High-Density Lipoproteins (HDLs) are a class of lipid-transporting particles found in the bloodstream that play a crucial role in cardiovascular health.
Also known as 'good cholesterol,' HDLs are responsible for removing excess cholesterol from the body and transporting it to the liver for elimination.
This process, called reverse cholesterol transport, helps maintain a healthy balance of cholesterol levels and reduces the risk of atherosclerosis and other heart-related diseases.
HDLs are composed of various lipids, including cholesterol, triglycerides, and phospholipids, as well as specialized proteins called apolipoproteins.
The measurement and analysis of HDL levels are important in clinical practice and medical research.

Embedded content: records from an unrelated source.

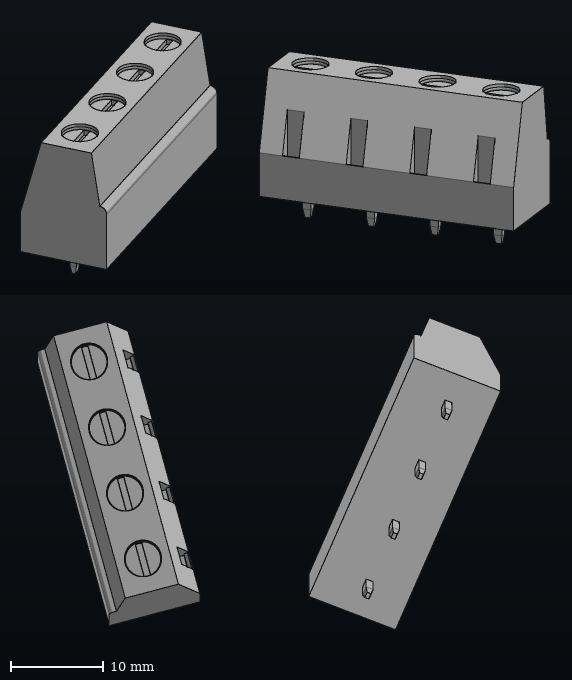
import cadquery as cq
import math

POSITIONS = 4
PITCH = 7.5
LENGTH = POSITIONS * PITCH
TERMINAL_YS = [(i + 0.5) * PITCH for i in range(POSITIONS)]

WIDTH = 10.2
HEIGHT = 14.0
FRONT_WALL_HEIGHT = 5.0
TOP_FRONT_X = 2.43
TOP_BACK_X = 8.4
LEDGE_ROUND = 0.8
LEDGE_X = WIDTH - LEDGE_ROUND
LEDGE_HEIGHT = 7.65

POCKET_WIDTH = 1.98
POCKET_BACK_X = 1.32
POCKET_LIP = 0.15
POCKET_CHAMFER = 0.4
POCKET_SUNK_DEPTH = 1.2

SCREW_X = 5.4
MOUTH_DIAMETER = 4.02
MOUTH_DEPTH = 0.35
BEAD_DIAMETER = 3.85
FACE_DEPTH = 0.72
SLOT_WIDTH = 0.72
SLOT_DEPTH = 0.6

PIN_X = 4.8
PIN_SIZE_X = 0.8
PIN_SIZE_Y = 1.02
PIN_LENGTH = 3.35
PIN_TIP_LENGTH = 1.02
PIN_SHANK_LENGTH = PIN_LENGTH - PIN_TIP_LENGTH
PIN_TIP_TAPER = 0.18


def housing_block():
    """Outer shape: one profile along the whole length, with a rounded ledge on the +X side."""
    arc_mid_offset = LEDGE_ROUND * math.sqrt(0.5)
    round_center_z = LEDGE_HEIGHT - LEDGE_ROUND
    return (
        cq.Workplane("XZ", origin=(0, LENGTH, 0))
        .moveTo(0, 0)
        .lineTo(WIDTH, 0)
        .lineTo(WIDTH, round_center_z)
        .threePointArc(
            (LEDGE_X + arc_mid_offset, round_center_z + arc_mid_offset),
            (LEDGE_X, LEDGE_HEIGHT),
        )
        .lineTo(TOP_BACK_X, HEIGHT)
        .lineTo(TOP_FRONT_X, HEIGHT)
        .lineTo(0, FRONT_WALL_HEIGHT)
        .close()
        .extrude(LENGTH)
    )


def pocket_cutter(y):
    """Pocket with a vertical back wall and a well sunk behind a chamfered front lip."""
    well_x = POCKET_LIP + POCKET_CHAMFER
    well_z = FRONT_WALL_HEIGHT - POCKET_SUNK_DEPTH
    return (
        cq.Workplane("XZ", origin=(0, y + POCKET_WIDTH / 2, 0))
        .moveTo(0, FRONT_WALL_HEIGHT)
        .lineTo(POCKET_LIP, FRONT_WALL_HEIGHT)
        .lineTo(well_x, FRONT_WALL_HEIGHT - POCKET_CHAMFER)
        .lineTo(well_x, well_z)
        .lineTo(POCKET_BACK_X, well_z)
        .lineTo(POCKET_BACK_X, HEIGHT)
        .lineTo(0, HEIGHT)
        .close()
        .extrude(POCKET_WIDTH)
    )


def screw_recess_cutter(y):
    """Round recess with a rounded bead around its wall, ending at the slotted screw face."""
    mouth_radius = MOUTH_DIAMETER / 2
    bead_radius = BEAD_DIAMETER / 2
    bead_z = HEIGHT - MOUTH_DEPTH
    face_z = HEIGHT - FACE_DEPTH
    slot_z = face_z - SLOT_DEPTH
    recess = (
        cq.Workplane("XZ", origin=(SCREW_X, y, 0))
        .moveTo(0, face_z)
        .lineTo(mouth_radius, face_z)
        .threePointArc((bead_radius, (face_z + bead_z) / 2), (mouth_radius, bead_z))
        .lineTo(mouth_radius, HEIGHT)
        .lineTo(0, HEIGHT)
        .close()
        .revolve(360, (0, 0, 0), (0, 1, 0))
    )
    slot = (
        cq.Workplane("XY", origin=(SCREW_X, y, slot_z))
        .rect(SLOT_WIDTH, MOUTH_DIAMETER)
        .extrude(SLOT_DEPTH)
    )
    slot_ends = cq.Workplane("XY", origin=(SCREW_X, y, slot_z)).circle(bead_radius).extrude(SLOT_DEPTH)
    return recess.union(slot.intersect(slot_ends))


def make_housing():
    """Housing block with one pocket and one screw recess per terminal."""
    housing = housing_block()
    for y in TERMINAL_YS:
        housing = housing.cut(pocket_cutter(y))
        housing = housing.cut(screw_recess_cutter(y))
    return housing


def make_pin(y):
    """Rectangular solder pin hanging from the housing underside, with a tapered tip."""
    shank = (
        cq.Workplane("XY", origin=(PIN_X, y, -PIN_SHANK_LENGTH))
        .rect(PIN_SIZE_X, PIN_SIZE_Y)
        .extrude(PIN_SHANK_LENGTH)
    )
    tip = (
        cq.Workplane("XY", origin=(PIN_X, y, -PIN_SHANK_LENGTH))
        .rect(PIN_SIZE_X, PIN_SIZE_Y)
        .workplane(offset=-PIN_TIP_LENGTH)
        .rect(PIN_SIZE_X - 2 * PIN_TIP_TAPER, PIN_SIZE_Y - 2 * PIN_TIP_TAPER)
        .loft(ruled=True)
    )
    return shank.union(tip)


housing = make_housing()
pins = [make_pin(y) for y in TERMINAL_YS]

result = cq.Compound.makeCompound([housing.val(), *[pin.val() for pin in pins]])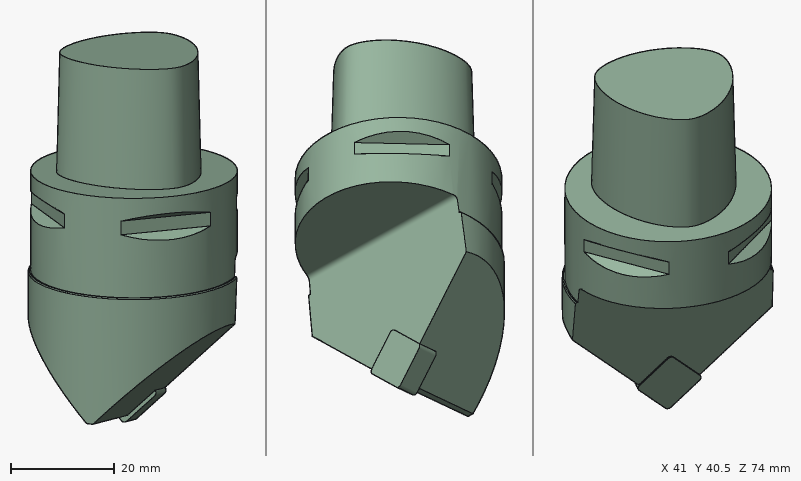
import cadquery as cq
import math

TOTAL_HEIGHT = 74.0
SHANK_HEIGHT = 24.0
COLLAR_HEIGHT = 20.0
COLLAR_TOP = TOTAL_HEIGHT - SHANK_HEIGHT
SHOULDER_Z = COLLAR_TOP - COLLAR_HEIGHT

COLLAR_RADIUS = 40.0 / 2
HEAD_RADIUS = 20.5
HEAD_CHAMFER = 0.2

SHANK_MEAN_RADIUS = 14.0
SHANK_LOBE = 1.0
SHANK_TAPER = 1 / 20
SHANK_POINTS = 36

GROOVE_COUNT = 4
GROOVE_FLAT_RADIUS = 17.75
GROOVE_FLOOR_HEIGHT = 2.75
GROOVE_FLARE = 30.0
GROOVE_DROP = 6.0

RAKE_TILT = 8.0
LEDGE_TILT = 5.0
LEDGE_OUTER_Z = 35.0
RELIEF_FILLET = 1.1

POINT_APEX = 0.75
NOSE_HALF_WIDTH = 0.7

INSERT_SIDE = 9.55
INSERT_THICKNESS = 4.7
INSERT_CORNER_RADIUS = 0.8
INSERT_PROUD = 0.3

CLEARANCE = 7.4

TILT = math.radians(RAKE_TILT)

RAKE_PLANE = cq.Plane(
    origin=(0, 0, 0), xDir=(1, 0, 0), normal=(0, -math.cos(TILT), math.sin(TILT))
)


def lobed_wire(mean_radius, z):
    """Three-lobed curve of constant width, with one lobe toward +Y."""
    points = []
    for i in range(SHANK_POINTS):
        angle = 2 * math.pi * i / SHANK_POINTS
        support = mean_radius + SHANK_LOBE * math.cos(3 * angle)
        slope = -3 * SHANK_LOBE * math.sin(3 * angle)
        toward_lobe = support * math.cos(angle) - slope * math.sin(angle)
        sideways = support * math.sin(angle) + slope * math.cos(angle)
        points.append(cq.Vector(-sideways, toward_lobe, z))
    return cq.Wire.assembleEdges([cq.Edge.makeSpline(points, periodic=True)])


def make_shank():
    top_radius = SHANK_MEAN_RADIUS - SHANK_TAPER * SHANK_HEIGHT / 2
    return cq.Workplane(cq.Solid.makeLoft(
        [lobed_wire(SHANK_MEAN_RADIUS, COLLAR_TOP), lobed_wire(top_radius, TOTAL_HEIGHT)]
    ))


def make_groove(angle):
    """Straight trapezoidal groove across the collar, facing the given direction."""
    reach = COLLAR_RADIUS + CLEARANCE
    half_floor = GROOVE_FLOOR_HEIGHT / 2
    half_mouth = half_floor + (reach - GROOVE_FLAT_RADIUS) * math.tan(math.radians(GROOVE_FLARE))
    return (
        cq.Workplane("XZ", origin=(0, 0, COLLAR_TOP - GROOVE_DROP))
        .polyline([
            (GROOVE_FLAT_RADIUS, -half_floor),
            (reach, -half_mouth),
            (reach, half_mouth),
            (GROOVE_FLAT_RADIUS, half_floor),
        ])
        .close()
        .extrude(COLLAR_RADIUS, both=True)
        .rotate((0, 0, 0), (0, 0, 1), angle)
    )


def make_collar():
    collar = cq.Workplane(origin=(0, 0, SHOULDER_Z)).circle(COLLAR_RADIUS).extrude(COLLAR_HEIGHT)
    spacing = 360 / GROOVE_COUNT
    for i in range(GROOVE_COUNT):
        collar = collar.cut(make_groove((i + 0.5) * spacing))
    return collar


def make_head():
    """Round head trimmed to a V by faces square to the rake face."""
    cylinder = cq.Workplane().circle(HEAD_RADIUS).extrude(SHOULDER_Z).faces(">Z").chamfer(HEAD_CHAMFER)
    half_width = HEAD_RADIUS + CLEARANCE
    top = SHOULDER_Z + CLEARANCE
    v_block = (
        cq.Workplane(RAKE_PLANE)
        .polyline([
            (-NOSE_HALF_WIDTH, POINT_APEX + NOSE_HALF_WIDTH),
            (NOSE_HALF_WIDTH, POINT_APEX + NOSE_HALF_WIDTH),
            (half_width, POINT_APEX + half_width),
            (half_width, top),
            (-half_width, top),
            (-half_width, POINT_APEX + half_width),
        ])
        .close()
        .extrude(2 * HEAD_RADIUS, both=True)
    )
    return cylinder.intersect(v_block)


def make_chip_space():
    """Wedge removed in front of the rake face, below a sloping ledge."""
    rake_slope = math.tan(TILT)
    ledge_slope = math.tan(math.radians(LEDGE_TILT))
    face_y = -INSERT_PROUD / math.cos(TILT)
    ledge_at_axis = LEDGE_OUTER_Z - COLLAR_RADIUS * ledge_slope
    corner_z = (ledge_at_axis + face_y * ledge_slope) / (1 - rake_slope * ledge_slope)
    corner_y = face_y + corner_z * rake_slope
    outer_y = HEAD_RADIUS + CLEARANCE
    return (
        cq.Workplane("YZ")
        .polyline([
            (face_y - CLEARANCE * rake_slope, -CLEARANCE),
            (outer_y, -CLEARANCE),
            (outer_y, ledge_at_axis + outer_y * ledge_slope),
            (corner_y, corner_z),
        ])
        .close()
        .extrude(HEAD_RADIUS + CLEARANCE, both=True)
        .edges(cq.selectors.NearestToPointSelector((0, corner_y, corner_z)))
        .fillet(RELIEF_FILLET)
    )


def make_insert():
    half_diagonal = INSERT_SIDE / math.sqrt(2) - (math.sqrt(2) - 1) * INSERT_CORNER_RADIUS
    return (
        cq.Workplane(RAKE_PLANE)
        .center(0, half_diagonal)
        .transformed(rotate=(0, 0, 45))
        .rect(INSERT_SIDE, INSERT_SIDE)
        .extrude(INSERT_THICKNESS)
        .edges(cq.selectors.ParallelDirSelector(RAKE_PLANE.zDir))
        .fillet(INSERT_CORNER_RADIUS)
    )


insert = make_insert()

holder = (
    make_shank()
    .union(make_collar())
    .union(make_head())
    .cut(make_chip_space())
    .cut(insert)
)

result = cq.Compound.makeCompound([holder.solids().val(), insert.val()])

Several laboratory instruments and techniques are commonly used to assess HDL levels, including the Cobas 8000 analyzer, ELISA kits, the AU5800 analyzer, the Cobas 6000 analyzer, the AU480 analyzer, the Cobas Integra 400 Plus, the Dimension RXL, the AU680 analyzer, and the Cobas Integra 400.
These instruments and methods provide accurate and reliable results, allowing healthcare professionals and researchers to monitor HDL levels and make informed decisions about patient care and HDL-related studies.
Understanding the role of HDLs in lipid metabolism and cardiovascular health is crucial for developing new treatments, improving prevention strategies, and advancing medical knowledge.
By utilizing the insights gained from the MeSH term description and the metadescription, researchers and clinicians can optimize their HDL research and drive breakthroughs in this important area of study.